Alta Resource breaks down e-waste for rare earth metals that electronics need

Rare earth metals are largely unknown to the general public, but are used in a huge variety of products. The elements, including neodymium, and praesodymium, and cerium, themselves aren’t rare. But they’re concentrated in certain parts of the globe and are very challenging to refine into anything useful. Their unique electric and magnetic properties make them essential for electronics like hard drives and headphones, and some are used as contrast agents for MRI and CT scans. Many sell for tens of thousands of dollars per metric ton.

In recent years, China has become the dominant refiner of rare earths, and the Chinese Communist Party uses them as bargaining chips in tit-for-tat trade disputes with the U.S.

“Typically, there’s 330,000 to 350,000 tons of rare earths produced per year. Historically, almost none of them are produced in the U.S.,” said Nathan Ratledge, co-founder and CEO of Alta Resource Technologies.

The U.S. Department of Defense is nervous enough that it has made securing the elements a key part of its industrial strategy.

“China can very easily weaponize this critical mineral supply,” Ratledge said. The potential fallout extends beyond defense applications, too. “They’ve already put export restrictions on some stuff that’s pretty critical to a lot of real valuable companies like Nvidia and Apple.”

The U.S. currently has one operating rare earth mine in California, but it has had a rocky history. Ratledge said there’s an alternative, though, lurking in the tons of e-waste the country generates every year.

Alta claims it has developed a way to extract rare earth elements from low-grade supplies more efficiently than current refining techniques, which tend to rely on toxic chemicals applied over dozens of steps. The company, which until now has operated in stealth, instead uses a series of proteins that are specially designed to latch onto rare earth elements, whether they’re from virgin ore or electronic waste.
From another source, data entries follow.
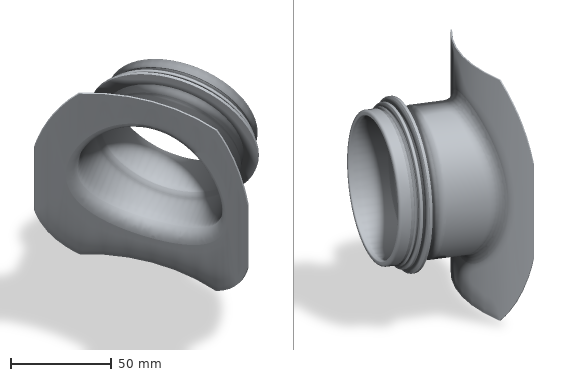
import cadquery as cq
import math


plate_height = 129.0
plate_width = 113.0
plate_inner_radius = 100.0
plate_thickness = 0.8
plate_outer_radius = plate_inner_radius + plate_thickness
side_half_height = 25.5
top_half_width = 36.4
arc_mid_x = 47.5
arc_mid_z = 51.2

collar_outer_radius = 78.0 / 2
collar_inner_radius = 77.0 / 2
neck_outer_radius = 74.3 / 2
neck_inner_radius = 73.3 / 2
outer_flare_radius = 5.0
inner_flare_radius = 6.5

total_depth = 65.1
bead_end = 6.2
bead_radius = 79.1 / 2
bead_rounding = 1.3
mouth_rounding = 0.6
groove_radius = 75.5 / 2
stop_start = 13.8
stop_end = 15.6
stop_radius = 89.4 / 2
stop_bevel_width = 1.4
stop_bevel_depth = 0.4
shoulder_start = 21.2
shoulder_end = 24.4
shoulder_rounding = 2.3
neck_rounding = 0.8

lip_start = 8.0
lip_peak = 8.5
lip_end = 9.5
lip_radius = 80.6 / 2
ring_start = 10.0
ring_end = 11.6
ring_radius = 84.5 / 2
ring_rounding = 0.4

side_angle = math.asin(plate_width / 2 / plate_outer_radius)
free_end_y = plate_inner_radius * math.cos(side_angle) + total_depth
pipe_core_y = plate_inner_radius / 2


def at_depth(depth):
    """Y position at a distance from the collar's free end."""
    return free_end_y - depth


def revolve_about_y(points):
    """Solid of revolution about Y from (radius, y) points."""
    return cq.Workplane("XY").polyline(points).close().revolve(360, (0, 0, 0), (0, 1, 0))


def round_circle(body, circle_radius, y, rounding):
    """Round the circular edge of the given radius lying at height y on the Y axis."""
    tolerance = 0.01
    edges = [
        edge for edge in body.edges("%CIRCLE").vals()
        if abs(edge.radius() - circle_radius) < tolerance
        and abs(edge.arcCenter().y - y) < tolerance
    ]
    return body.newObject(edges).fillet(rounding)


def join_with_flare(collar, pipe_radius, flare_radius):
    """Join a solid collar to the pipe cylinder and round the curve where they meet."""
    pipe = cq.Workplane("XY").circle(pipe_radius).extrude(plate_height / 2, both=True)
    joined = pipe.union(collar)
    meeting_curve = [
        edge for edge in joined.edges().vals() if edge.geomType() not in ("CIRCLE", "LINE")
    ]
    return joined.newObject(meeting_curve).fillet(flare_radius)


def make_outer_form():
    """Outside of the collar and the plate, filled solid."""
    collar = revolve_about_y([
        (0, pipe_core_y),
        (collar_outer_radius, pipe_core_y),
        (collar_outer_radius, at_depth(shoulder_end)),
        (neck_outer_radius, at_depth(shoulder_start)),
        (neck_outer_radius, at_depth(stop_end)),
        (stop_radius, at_depth(stop_end)),
        (stop_radius, at_depth(stop_start + stop_bevel_depth)),
        (stop_radius - stop_bevel_width, at_depth(stop_start)),
        (groove_radius, at_depth(stop_start)),
        (groove_radius, at_depth(bead_end)),
        (bead_radius, at_depth(bead_end)),
        (bead_radius, free_end_y),
        (0, free_end_y),
    ])
    collar = round_circle(collar, bead_radius, free_end_y, bead_rounding)
    collar = round_circle(collar, collar_outer_radius, at_depth(shoulder_end), shoulder_rounding)
    collar = round_circle(collar, neck_outer_radius, at_depth(shoulder_start), neck_rounding)
    return join_with_flare(collar, plate_outer_radius, outer_flare_radius)


def make_inner_form():
    """Space inside the collar and under the plate."""
    bore = revolve_about_y([
        (0, pipe_core_y),
        (collar_inner_radius, pipe_core_y),
        (collar_inner_radius, at_depth(shoulder_end)),
        (neck_inner_radius, at_depth(shoulder_start)),
        (neck_inner_radius, free_end_y),
        (0, free_end_y),
    ])
    bore = round_circle(bore, collar_inner_radius, at_depth(shoulder_end), shoulder_rounding)
    bore = round_circle(bore, neck_inner_radius, at_depth(shoulder_start), neck_rounding)
    return join_with_flare(bore, plate_inner_radius, inner_flare_radius)


def plate_outline(y):
    """Plate outline on the plane at y, spread along radial lines from the pipe axis."""
    def spread(x):
        return y * math.tan(math.asin(x / plate_outer_radius))

    side_x = spread(plate_width / 2)
    mid_x = spread(arc_mid_x)
    top_x = spread(top_half_width)
    top_z = plate_height / 2
    return (
        cq.Workplane("XZ", origin=(0, y, 0))
        .moveTo(-top_x, top_z)
        .lineTo(top_x, top_z)
        .threePointArc((mid_x, arc_mid_z), (side_x, side_half_height))
        .lineTo(side_x, -side_half_height)
        .threePointArc((mid_x, -arc_mid_z), (top_x, -top_z))
        .lineTo(-top_x, -top_z)
        .threePointArc((-mid_x, -arc_mid_z), (-side_x, -side_half_height))
        .lineTo(-side_x, side_half_height)
        .threePointArc((-mid_x, arc_mid_z), (-top_x, top_z))
        .close()
        .val()
    )


def make_housing():
    """Saddle plate with its collar, made from thin sheet."""
    trim = cq.Solid.makeLoft([plate_outline(pipe_core_y), plate_outline(free_end_y)], True)
    housing = make_outer_form().intersect(cq.Workplane(trim)).cut(make_inner_form())
    return round_circle(housing, neck_inner_radius, free_end_y, mouth_rounding)


def make_gasket():
    """Sealing ring seated in the groove between the end bead and the stop flange."""
    gasket = revolve_about_y([
        (groove_radius, at_depth(bead_end)),
        (collar_outer_radius, at_depth(bead_end)),
        (collar_outer_radius, at_depth(lip_start)),
        (lip_radius, at_depth(lip_peak)),
        (collar_outer_radius, at_depth(lip_end)),
        (collar_outer_radius, at_depth(ring_start)),
        (ring_radius, at_depth(ring_start)),
        (ring_radius, at_depth(ring_end)),
        (collar_outer_radius, at_depth(ring_end)),
        (collar_outer_radius, at_depth(stop_start)),
        (groove_radius, at_depth(stop_start)),
    ])
    for depth in (ring_start, ring_end):
        gasket = round_circle(gasket, ring_radius, at_depth(depth), ring_rounding)
    return gasket


housing = make_housing()
gasket = make_gasket()
result = cq.Compound.makeCompound([housing.val(), gasket.val()])

“It’s hard for chemicals to differentiate between neighboring elements on the periodic table,” Ratledge said. “When things are less complex, chemicals can tend to win, because chemicals are cheaper. And when things are more complex, biology tends to shine because of the selectivity. The trick is harnessing biology in the right way.”

Alta’s proteins are attached to a resin and loaded into a column through which solutions containing rare earth elements are allowed to percolate. The proteins snatch rare earths out of solution and, when they’re saturated, the column is flushed and washed to release the metals. Ratledge said the proteins have proven to be surprisingly durable. 

The company is planning to build a pilot-scale plant this year that’s about the size of a shipping container. Ratledge said that Alta “has reasonable conviction” that the federal government will help fund at least part of the cost of the pilot.

To help with refining the technology and scaling it up, Alta has raised a $5.1 million seed round, the company exclusively told TechCrunch. The round was led by DCVC and Voyager Ventures with participation from Orion Industrial Ventures, Overture, and WovenEarth Ventures. The startup has also secured about $1 million in grant funding from DARPA and the state of Colorado.

Though Alta won’t be able to shift rare earth refining back to the U.S. overnight, Ratledge is optimistic that his company can produce enough metal to help the Pentagon breathe easier.

“To de-risk some of the core national security concerns, you don’t need hundreds of thousands of tons. You’re talking single-digit-thousands of tons. Being able to meet those needs for the U.S. government is a near-term opportunity for us and other people like us,” he said.